Last fall, her daughter Mallory became the second
generation of Yager Obies. Mallory is a little irked that her mom
stole her thunder by enrolling first, and quite irked that her mom
sold Mallory's childhood home and moved into town. But because of
that decision, Mallory has enjoyed a thorough immersion into Oberlin
life. In her engagingly impish way, she claims she was virtually
hustled. "Mom had a lot of friends who were professors. The
dean of students actually wrote me a letter when he heard
I was thinking about applying and said it was a good idea. I thought,
'Oh my gosh, how big of a deal is this?'"
Kathleen Yager is hardly the first mother to move
to Oberlin to support her child's education; many 19th-century mothers
did the same. These women served as the original housemothers, renting
rooms to students.

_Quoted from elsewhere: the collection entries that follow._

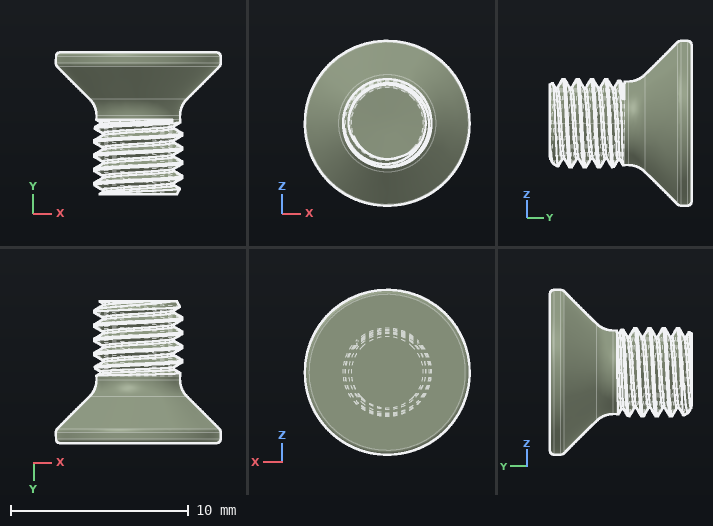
import cadquery as cq
import math


head_radius = 4.65
length = 8.0

top_edge_radius = 0.25
rim_depth = 0.735
rim_edge_radius = 0.28
cone_end_depth = 2.64
cone_angle = math.radians(45)
cone_end_radius = head_radius - (cone_end_depth - rim_depth) * math.tan(cone_angle)
neck_radius = 2.36
neck_end_depth = 3.78

pitch = 0.8
major_radius = 2.49
minor_radius = 2.02
root_width = 0.14
flank_angle = 30
flank_slope = math.tan(math.radians(flank_angle))
lead_in_depth = 4.56
first_root_depth = 4.22
groove_turns = 5
runout_pitch = 0.56
runout_turns = 0.9
runout_rise = 0.335
overcut = 0.05

tip_radius = 2.18
tip_chamfer_length = 0.56
dish_radius = 2.06
dish_depth = 0.065


def make_blank():
    """Head, neck and unthreaded shank as one turned body."""
    fillet_radius = (cone_end_radius - neck_radius) / (1 - math.cos(cone_angle))
    fillet_end_depth = cone_end_depth + fillet_radius * math.sin(cone_angle)
    mid_angle = cone_angle / 2
    fillet_mid = (
        neck_radius + fillet_radius * (1 - math.cos(mid_angle)),
        fillet_end_depth - fillet_radius * math.sin(mid_angle),
    )
    profile = (
        cq.Workplane("XZ")
        .moveTo(0, 0)
        .lineTo(head_radius, 0)
        .lineTo(head_radius, rim_depth)
        .lineTo(cone_end_radius, cone_end_depth)
        .threePointArc(fillet_mid, (neck_radius, fillet_end_depth))
        .lineTo(neck_radius, neck_end_depth)
        .lineTo(major_radius, lead_in_depth)
        .lineTo(major_radius, length - tip_chamfer_length)
        .lineTo(tip_radius, length)
        .lineTo(dish_radius, length)
        .lineTo(0, length - dish_depth)
        .close()
    )
    body = profile.revolve(360, (0, 0, 0), (0, 1, 0))
    body = body.faces("<Z").edges().fillet(top_edge_radius)
    margin = 0.01
    reach = head_radius + margin
    rim_corner = cq.selectors.BoxSelector(
        (-reach, -reach, rim_depth - margin),
        (reach, reach, rim_depth + margin),
    )
    return body.edges(rim_corner).fillet(rim_edge_radius)


def groove_profile():
    """Trapezoidal groove section in the XZ plane at the first full-depth root."""
    outer_radius = major_radius + overcut
    half_root = root_width / 2
    half_mouth = half_root + (outer_radius - minor_radius) * flank_slope
    return (
        cq.Workplane("XZ", origin=(0, 0, first_root_depth))
        .moveTo(minor_radius, -half_root)
        .lineTo(outer_radius, -half_mouth)
        .lineTo(outer_radius, half_mouth)
        .lineTo(minor_radius, half_root)
        .close()
    )


def make_groove_turn():
    """First full-depth turn of the helical groove."""
    start = cq.Vector(0, 0, first_root_depth)
    helix = cq.Wire.makeHelix(pitch, pitch, minor_radius, start)
    return groove_profile().sweep(cq.Workplane(helix), isFrenet=True)


def make_runout():
    """Partial turn of groove that becomes shallower towards the neck."""
    taper = math.degrees(math.atan(runout_rise / runout_pitch))
    start = cq.Vector(0, 0, -first_root_depth)
    helix = cq.Wire.makeHelix(
        runout_pitch, runout_pitch * runout_turns, minor_radius, start, angle=taper, lefthand=True
    ).mirror("XY")
    return groove_profile().sweep(cq.Workplane(helix), isFrenet=True)


neck_guard = cq.Workplane("XY").circle(head_radius).extrude(neck_end_depth)
body = make_blank().cut(make_runout().cut(neck_guard))
groove_turn = make_groove_turn()
for turn in range(groove_turns):
    body = body.cut(groove_turn.translate((0, 0, turn * pitch)))

result = body.rotate((0, 0, 0), (1, 0, 0), 90)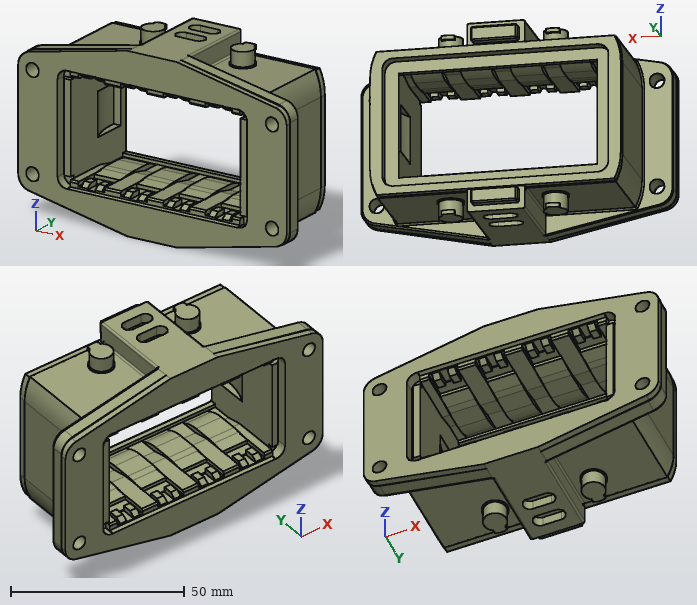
import cadquery as cq
import math


overlap = 0.9

flange_width = 93
flange_height = 57.0
flange_depth = 6.5
front_band_depth = 2.0
rear_band_inset = 0.3
front_side_height = 20.55
rear_side_height = 20.9
flange_corner_radius = 4.8
flange_edge_depth = 0.6
flange_edge_inset = 0.23
mount_hole_diameter = 4.4
mount_hole_x = 41.5
mount_hole_z = 16.0

body_half_width = 37.2
body_half_height = 22.0
body_flat_half_width = 35.25
body_side_half_height = 13.95
body_rear = 34.2
rear_lip_start = 32.0
lip_top_inset = 0.4
lip_side_inset = 0.1
body_foot = 0.6
foot_edge = 0.01

strap_width = 17.1
strap_rear = 33.4
strap_edge_radius = 0.65
strap_root_radius = 0.6
latch_width = 13.8
latch_rear = 36.3
latch_bottom = 22.3
latch_top = 26.7
latch_edge = 0.5
slot_length = 10.0
slot_width = 4.2
slot_depth = 3.3
slot_positions = (20.1, 27.3)

peg_x = 15.5
peg_y = 23.9
peg_radius = 3.5
peg_top = 27.1
peg_foot_radius = 3.9
peg_foot_height = 0.4
hook_radius = 4.6
hook_half_width = 1.95
hook_thickness = 1.2

mouth_half_width = 32.8
mouth_half_height = 18.1
mouth_corner_radius = 3.3
mouth_depth = 1.7
corner_pocket_depth = 3.35
side_block_half_height = 14.9
side_block_face = 31.5
bore_half_width = 29.4
bore_half_height = 15.8
bore_rear = 30.7
rear_recess_half_width = 33.5
rear_recess_half_height = 19.3
land_chamfer = 0.6
sill_rise = 0.3

relief_half_height = 7.1
relief_start = 15.9
relief_bend = (31.2, 20.55)
relief_end = (31.8, 27.9)

cell_pitch = 14.7
cell_count = 4
tongue_width = 9.1
tongue_top = 15.25
pocket_floor = 17.2
channel_floor = 17.6
pocket_front = 1.4
step_y = 9.8
step_top = 16.0
ramp_end = (13.95, 15.4)
tongue_flat_start_y = 16.3
tongue_flat_end_y = 22.4
tongue_rear_edge = (27.4, 16.5)
dip_floor = 16.9
dip_start_y = 17.3
dip_flat_y = 22.7
dip_end_y = 28.8
clip_inner = 1.3
clip_outer = 3.6
clip_crest_y = 3.3
clip_rear_y = 6.2
clip_crest = 15.9


def xz_plane(y):
    """Sketch plane parallel to the flange face whose extrusions run to the rear."""
    return cq.Workplane(cq.Plane(origin=(0, y, 0), xDir=(1, 0, 0), normal=(0, -1, 0)))


def plate(sketch, depth):
    return sketch.extrude(-depth)


def mirrored(shape, plane):
    return shape.union(shape.mirror(plane))


def span(x_range, y_range, z_range):
    """Block between two limits on each axis."""
    limits = (x_range, y_range, z_range)
    size = [high - low for low, high in limits]
    corner = [low for low, high in limits]
    return cq.Workplane("XY").box(*size, centered=False).translate(tuple(corner))


def yz_prism(sketch, x_low, x_high):
    return sketch(cq.Workplane("YZ", origin=(x_low, 0, 0))).close().extrude(x_high - x_low)


def flange_band(half_width, side_height, y_start, depth):
    peak = flange_height / 2
    shoulder = strap_width / 2
    outline = xz_plane(y_start).polyline([
        (shoulder, peak), (half_width, side_height), (half_width, -side_height), (shoulder, -peak),
        (-shoulder, -peak), (-half_width, -side_height), (-half_width, side_height), (-shoulder, peak),
    ]).close()
    band = plate(outline, depth)
    return band.faces("<X or >X").edges("|Y").fillet(flange_corner_radius)


def make_flange():
    front = flange_band(flange_width / 2, front_side_height, 0, front_band_depth)
    rear_half_width = flange_width / 2 - rear_band_inset
    rear = flange_band(rear_half_width, rear_side_height, front_band_depth, flange_depth - front_band_depth)
    rear = rear.faces(">Y").chamfer(flange_edge_inset, flange_edge_depth)
    half_strap = strap_width / 2
    foot = span((-half_strap, half_strap), (0, flange_depth), (-flange_height / 2, flange_height / 2))
    return front.union(rear).union(foot)


def body_sketch(y, top_inset, side_inset):
    """Flat top and sides joined by arcs that are tangent to the sides."""
    top = body_half_height - top_inset
    side = body_side_half_height
    wide = body_half_width - side_inset
    flat = body_flat_half_width
    rise = top - side
    run = wide - flat
    radius = (rise ** 2 + run ** 2) / (2 * run)
    half_angle = math.asin(rise / radius) / 2
    mid_x = wide - radius * (1 - math.cos(half_angle))
    mid_z = side + radius * math.sin(half_angle)
    return (
        xz_plane(y).moveTo(-flat, top).lineTo(flat, top)
        .threePointArc((mid_x, mid_z), (wide, side)).lineTo(wide, -side)
        .threePointArc((mid_x, -mid_z), (flat, -top)).lineTo(-flat, -top)
        .threePointArc((-mid_x, -mid_z), (-wide, -side)).lineTo(-wide, side)
        .threePointArc((-mid_x, mid_z), (-flat, top)).close()
    )


def make_body():
    main = plate(body_sketch(0, 0, 0), rear_lip_start)
    lip = plate(body_sketch(rear_lip_start, lip_top_inset, lip_side_inset), body_rear - rear_lip_start)
    foot = plate(body_sketch(flange_depth, 0, 0).offset2D(body_foot, "intersection"), body_foot)
    foot = foot.faces(">Y").chamfer(body_foot - foot_edge)
    return main.union(lip).union(foot)


def make_strap():
    half = strap_width / 2
    top = flange_height / 2
    edge = strap_edge_radius
    root = strap_root_radius
    base = body_half_height
    start = flange_depth - flange_edge_depth
    outline = (
        xz_plane(start).moveTo(-half - root, base - overlap).lineTo(-half - root, base)
        .radiusArc((-half, base + root), -root).lineTo(-half, top - edge)
        .radiusArc((-half + edge, top), edge).lineTo(half - edge, top)
        .radiusArc((half, top - edge), edge).lineTo(half, base + root)
        .radiusArc((half + root, base), -root).lineTo(half + root, base - overlap).close()
    )
    strap = plate(outline, rear_lip_start - start)
    strap = strap.union(span((-half, half), (rear_lip_start, strap_rear), (base - overlap, top))
                        .edges("|Y and >Z").fillet(edge))
    latch = span((-latch_width / 2, latch_width / 2), (strap_rear - overlap, latch_rear),
                 (latch_bottom, latch_top))
    latch = latch.edges("|Y or >Y").chamfer(latch_edge)
    slots = (
        cq.Workplane("XY", origin=(0, 0, top)).pushPoints([(0, y) for y in slot_positions])
        .slot2D(slot_length, slot_width).extrude(-slot_depth)
    )
    return strap.union(latch).cut(slots)


def make_peg():
    """Round peg with a hook at its outer end that reaches to the rear."""
    base = body_half_height
    sketch = cq.Workplane("XY", origin=(peg_x, peg_y, base))
    peg = sketch.circle(peg_radius).extrude(peg_top - base)
    foot = sketch.circle(peg_foot_radius).extrude(peg_foot_height)
    hook_base = sketch.workplane(offset=peg_top - base - hook_thickness)
    hook = hook_base.circle(hook_radius).extrude(hook_thickness)
    hook = hook.intersect(span(
        (peg_x - hook_half_width, peg_x + hook_half_width), (peg_y, peg_y + hook_radius), (base, peg_top)))
    return peg.union(foot).union(hook)


def make_side_block():
    """Step in front of the bore whose outer flank falls away to the mouth wall."""
    block = (
        cq.Workplane("XY", origin=(0, 0, -side_block_half_height))
        .polyline([(bore_half_width, mouth_depth), (side_block_face, mouth_depth),
                   (mouth_half_width, corner_pocket_depth), (bore_half_width, corner_pocket_depth)])
        .close().extrude(2 * side_block_half_height)
    )
    return mirrored(block, "YZ")


def make_lands():
    """Upper and lower wall fronts, with a beveled edge towards the bore."""
    def profile(sketch):
        return sketch.polyline([
            (0, -mouth_half_height), (pocket_front, -mouth_half_height + sill_rise),
            (pocket_front, -bore_half_height - land_chamfer),
            (pocket_front + land_chamfer, -bore_half_height),
            (corner_pocket_depth, -bore_half_height), (corner_pocket_depth, -mouth_half_height)])
    return mirrored(yz_prism(profile, -bore_half_width, bore_half_width), "XY")


def make_opening():
    def rounded_recess(half_width, half_height, y, depth):
        sketch = xz_plane(y).rect(2 * half_width, 2 * half_height)
        return plate(sketch, depth).edges("|Y").fillet(mouth_corner_radius)

    front = rounded_recess(mouth_half_width, mouth_half_height, 0, corner_pocket_depth)
    front = front.cut(make_side_block()).cut(make_lands())
    rear = rounded_recess(rear_recess_half_width, rear_recess_half_height, bore_rear, body_rear - bore_rear)
    bore = span((-bore_half_width, bore_half_width), (mouth_depth, bore_rear),
                (-bore_half_height, bore_half_height))
    relief = (
        cq.Workplane("XY", origin=(0, 0, -relief_half_height))
        .moveTo(bore_half_width - overlap, relief_start).lineTo(bore_half_width, relief_start)
        .spline([relief_bend, relief_end], includeCurrent=True)
        .lineTo(bore_half_width - overlap, relief_end[1]).close().extrude(2 * relief_half_height)
    )
    return front.union(rear).union(bore).union(mirrored(relief, "YZ"))


def make_floor_cuts(cell_positions):
    """Dip across the lower wall and a recess for each tongue and its clips."""
    def dip(sketch):
        return sketch.polyline([
            (dip_start_y, -bore_half_height), (dip_flat_y, -dip_floor),
            (dip_end_y, -dip_floor), (dip_end_y, -bore_half_height)])

    cuts = yz_prism(dip, -bore_half_width, bore_half_width)
    for x in cell_positions:
        cuts = cuts.union(span((x - tongue_width / 2, x + tongue_width / 2),
                               (pocket_front, dip_end_y), (-pocket_floor, -bore_half_height)))
        cuts = cuts.union(span((x - clip_inner, x + clip_inner),
                               (pocket_front, clip_rear_y), (-channel_floor, -bore_half_height)))
    return cuts


def make_cell(x):
    """Spring tongue with a pair of clips in front of it."""
    root = -channel_floor - overlap

    def tongue(sketch):
        ramp_y, ramp_depth = ramp_end
        rear_y, rear_depth = tongue_rear_edge
        return (
            sketch.moveTo(step_y, root).lineTo(step_y, -step_top).lineTo(ramp_y, -ramp_depth)
            .lineTo(tongue_flat_start_y, -tongue_top).lineTo(tongue_flat_end_y, -tongue_top)
            .tangentArcPoint((rear_y, -rear_depth), relative=False)
            .lineTo(dip_end_y, -dip_floor).lineTo(dip_end_y, root)
        )

    def clip(sketch):
        return sketch.polyline([
            (pocket_front, root), (pocket_front, -pocket_floor), (clip_crest_y, -clip_crest),
            (clip_rear_y, -clip_crest), (clip_rear_y, root)])

    cell = yz_prism(tongue, -tongue_width / 2, tongue_width / 2)
    cell = cell.union(mirrored(yz_prism(clip, clip_inner, clip_outer), "YZ"))
    return cell.translate((x, 0, 0))


part = make_flange().union(make_body())
part = part.union(mirrored(make_strap(), "XY"))
part = part.union(mirrored(mirrored(make_peg(), "YZ"), "XY"))

hole_points = [(x, z) for x in (-mount_hole_x, mount_hole_x) for z in (-mount_hole_z, mount_hole_z)]
holes = xz_plane(0).pushPoints(hole_points).circle(mount_hole_diameter / 2)
part = part.cut(plate(holes, flange_depth))

cells = [(i - (cell_count - 1) / 2) * cell_pitch for i in range(cell_count)]
part = part.cut(make_opening())
part = part.cut(mirrored(make_floor_cuts(cells), "XY"))
for cell_x in cells:
    part = part.union(mirrored(make_cell(cell_x), "XY"))

result = part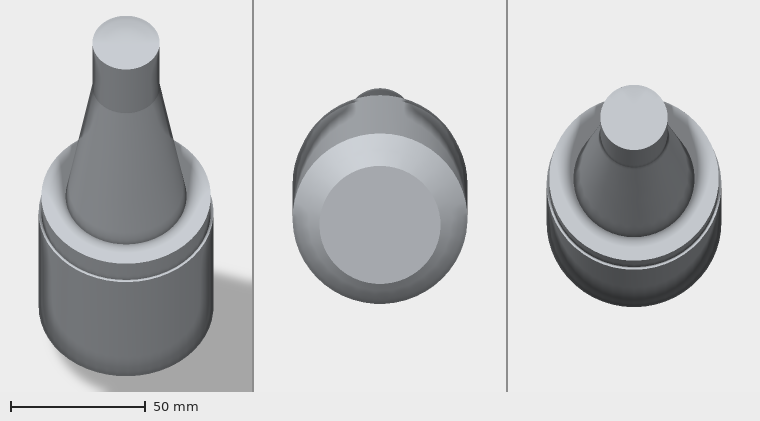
import cadquery as cq

nose_diameter = 45.0
body_diameter = 65.0
collar_diameter = 63.0
taper_base_diameter = 45.0
shank_diameter = 25.0

nose_height = 10.4
body_height = 58.2
collar_height = 10.0
taper_height = 67.8
shank_height = 27.0

body_bottom = nose_height
body_top = body_bottom + body_height
collar_top = body_top + collar_height
taper_top = collar_top + taper_height
shank_top = taper_top + shank_height

half_profile = [
    (0, 0),
    (nose_diameter / 2, 0),
    (body_diameter / 2, body_bottom),
    (body_diameter / 2, body_top),
    (collar_diameter / 2, body_top),
    (collar_diameter / 2, collar_top),
    (taper_base_diameter / 2, collar_top),
    (shank_diameter / 2, taper_top),
    (shank_diameter / 2, shank_top),
    (0, shank_top),
]

result = cq.Workplane("XZ").polyline(half_profile).close().revolve(360, (0, 0, 0), (0, 1, 0))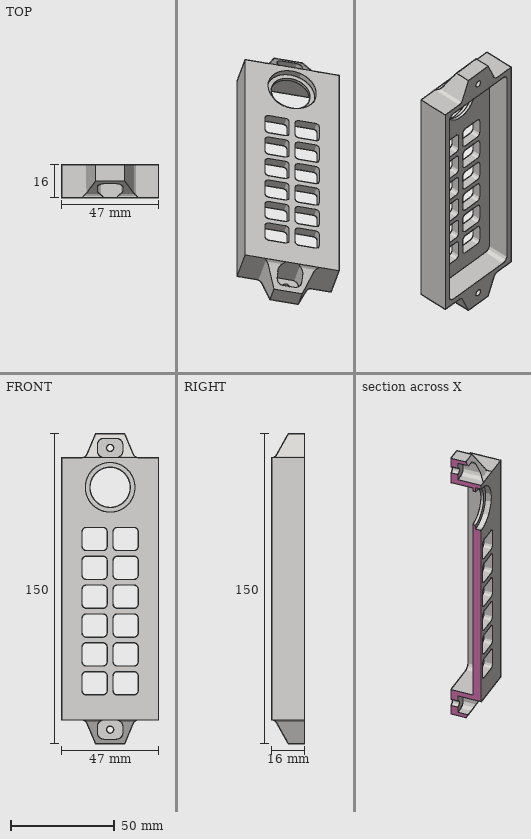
import cadquery as cq

total_height = 150.0
body_width = 47.0
body_depth = 16.0
body_height = 126.9

plate_thickness = 4.5
wall_thickness = 3.0
cavity_corner_radius = 3.0

opening_z = 49.0
opening_diameter = 19.4
opening_recess_diameter = 24.0
opening_recess_depth = 3.0

window_width = 12.0
window_height = 11.1
window_corner_radius = 2.0
window_columns = 2
window_rows = 6
window_pitch_x = 15.0
window_pitch_z = 14.0
window_grid_center_z = -10.8

tab_tip_width = 14.1
tab_base_width = 23.8
tab_tip_depth = 8.0
tab_base_depth = 14.4
tab_root_radius = 2.5
screw_hole_diameter = 3.3
screw_pocket_width = 12.3
screw_pocket_height = 9.3
screw_pocket_corner_radius = 3.2
screw_floor_thickness = 3.8

front_y = -body_depth / 2
back_y = body_depth / 2
body_end_z = body_height / 2
tab_length = (total_height - body_height) / 2
tab_tip_z = total_height / 2
screw_z = body_end_z + screw_pocket_height / 2


def plane_at(y):
    """XZ plane at the given Y whose extrusions run towards +Y."""
    return cq.Plane(origin=(0, y, 0), xDir=(-1, 0, 0), normal=(0, 1, 0))


def rounded_prism(width, height, radius, x, z, y_start, y_end):
    """Block along Y with its four long edges rounded."""
    return (
        cq.Workplane(plane_at(y_start))
        .center(-x, z)
        .rect(width, height)
        .extrude(y_end - y_start)
        .edges("|Y")
        .fillet(radius)
    )


def cylinder(diameter, z, y_start, y_end):
    """Cylinder along Y on the centre line of the part."""
    return (
        cq.Workplane(plane_at(y_start))
        .center(0, z)
        .circle(diameter / 2)
        .extrude(y_end - y_start)
    )


def make_tab():
    """Upper tab: a trapezoid seen from the front, with a sloped front face."""
    outline = (
        cq.Workplane(plane_at(front_y))
        .polyline([
            (-tab_base_width / 2, body_end_z),
            (tab_base_width / 2, body_end_z),
            (tab_tip_width / 2, tab_tip_z),
            (-tab_tip_width / 2, tab_tip_z),
        ])
        .close()
        .extrude(body_depth)
    )
    side_profile = (
        cq.Workplane("YZ")
        .polyline([
            (back_y, body_end_z),
            (back_y - tab_base_depth, body_end_z),
            (back_y - tab_tip_depth, tab_tip_z),
            (back_y, tab_tip_z),
        ])
        .close()
        .extrude(tab_base_width / 2, both=True)
    )
    return outline.intersect(side_profile)


def make_body_with_tabs():
    body = cq.Workplane("XY").box(body_width, body_depth, body_height)
    upper_tab = make_tab()
    body = body.union(upper_tab).union(upper_tab.mirror("XY"))

    margin = 0.2
    for end_z in (-body_end_z, body_end_z):
        root_edges = cq.selectors.BoxSelector(
            (-tab_base_width / 2 - margin, front_y + margin, end_z - margin),
            (tab_base_width / 2 + margin, back_y - margin, end_z + margin),
        )
        body = body.edges(root_edges).fillet(tab_root_radius)
    return body


def cut_screw_seats(part):
    """Recess and through hole in each tab."""
    floor_y = back_y - screw_floor_thickness
    for z in (-screw_z, screw_z):
        pocket = rounded_prism(
            screw_pocket_width, screw_pocket_height, screw_pocket_corner_radius,
            0, z, front_y, floor_y,
        )
        part = part.cut(pocket).cut(cylinder(screw_hole_diameter, z, front_y, back_y))
    return part


def cut_cavity(part):
    cavity = rounded_prism(
        body_width - 2 * wall_thickness, body_height - 2 * wall_thickness, cavity_corner_radius,
        0, 0, front_y + plate_thickness, back_y,
    )
    return part.cut(cavity)


def cut_opening(part):
    through_hole = cylinder(opening_diameter, opening_z, front_y, back_y)
    recess = cylinder(opening_recess_diameter, opening_z, front_y, front_y + opening_recess_depth)
    return part.cut(through_hole).cut(recess)


def cut_windows(part):
    for column in range(window_columns):
        x = (column - (window_columns - 1) / 2) * window_pitch_x
        for row in range(window_rows):
            z = window_grid_center_z + (row - (window_rows - 1) / 2) * window_pitch_z
            window = rounded_prism(
                window_width, window_height, window_corner_radius,
                x, z, front_y, front_y + plate_thickness,
            )
            part = part.cut(window)
    return part


result = make_body_with_tabs()
result = cut_cavity(result)
result = cut_screw_seats(result)
result = cut_opening(result)
result = cut_windows(result)

Kathleen's move resulted in full immersion for
both herself and daughter, and who knows the ripple effect?
"When I got to my lowest point, feeling as though
I didn't belong here, my academic advisor reminded me that I was
here for a very specific reason, a reason that I might not yet understand,"
Kathleen says. "Oberlin is a school from which you don't just
take--you leave your mark. Every day I ask myself, 'what is it I
want to leave? What is it that I want to give back?'" For starters,
she's given her daughter.
George Bent, who regularly audits Oberlin courses,
has some humble thoughts about his own chances of entry into the
College today; he cites by example an event he witnessed in one
of Professor William Hood's art history courses. Hood read aloud
two students' answers to an essay exam so that classmates could
gain an appreciation of the talent level of their peers.
"I was stunned," Bent says. "One of
the essays was written by a junior. One by a sophomore. Their command
of the language and the way they expressed themselves were just...well,
I don't know how to describe it. I just know that if I applied to
Oberlin College today, I'd never get in. Family or no family."
This rambling forest of family trees is perhaps the
real Oberlin Arb. It's worth reflecting on the brood related to
the word legacy. Derived from the Indo-European root leg-, meaning
to collect, and having other derivatives meaning to speak, its kin
include lecture, legend, lesson, diligent, intelligent, select,
eclectic, legitimate, privilege, colleague, delegate, logic, analogous,
and prologue. All of these would seem collected at Oberlin.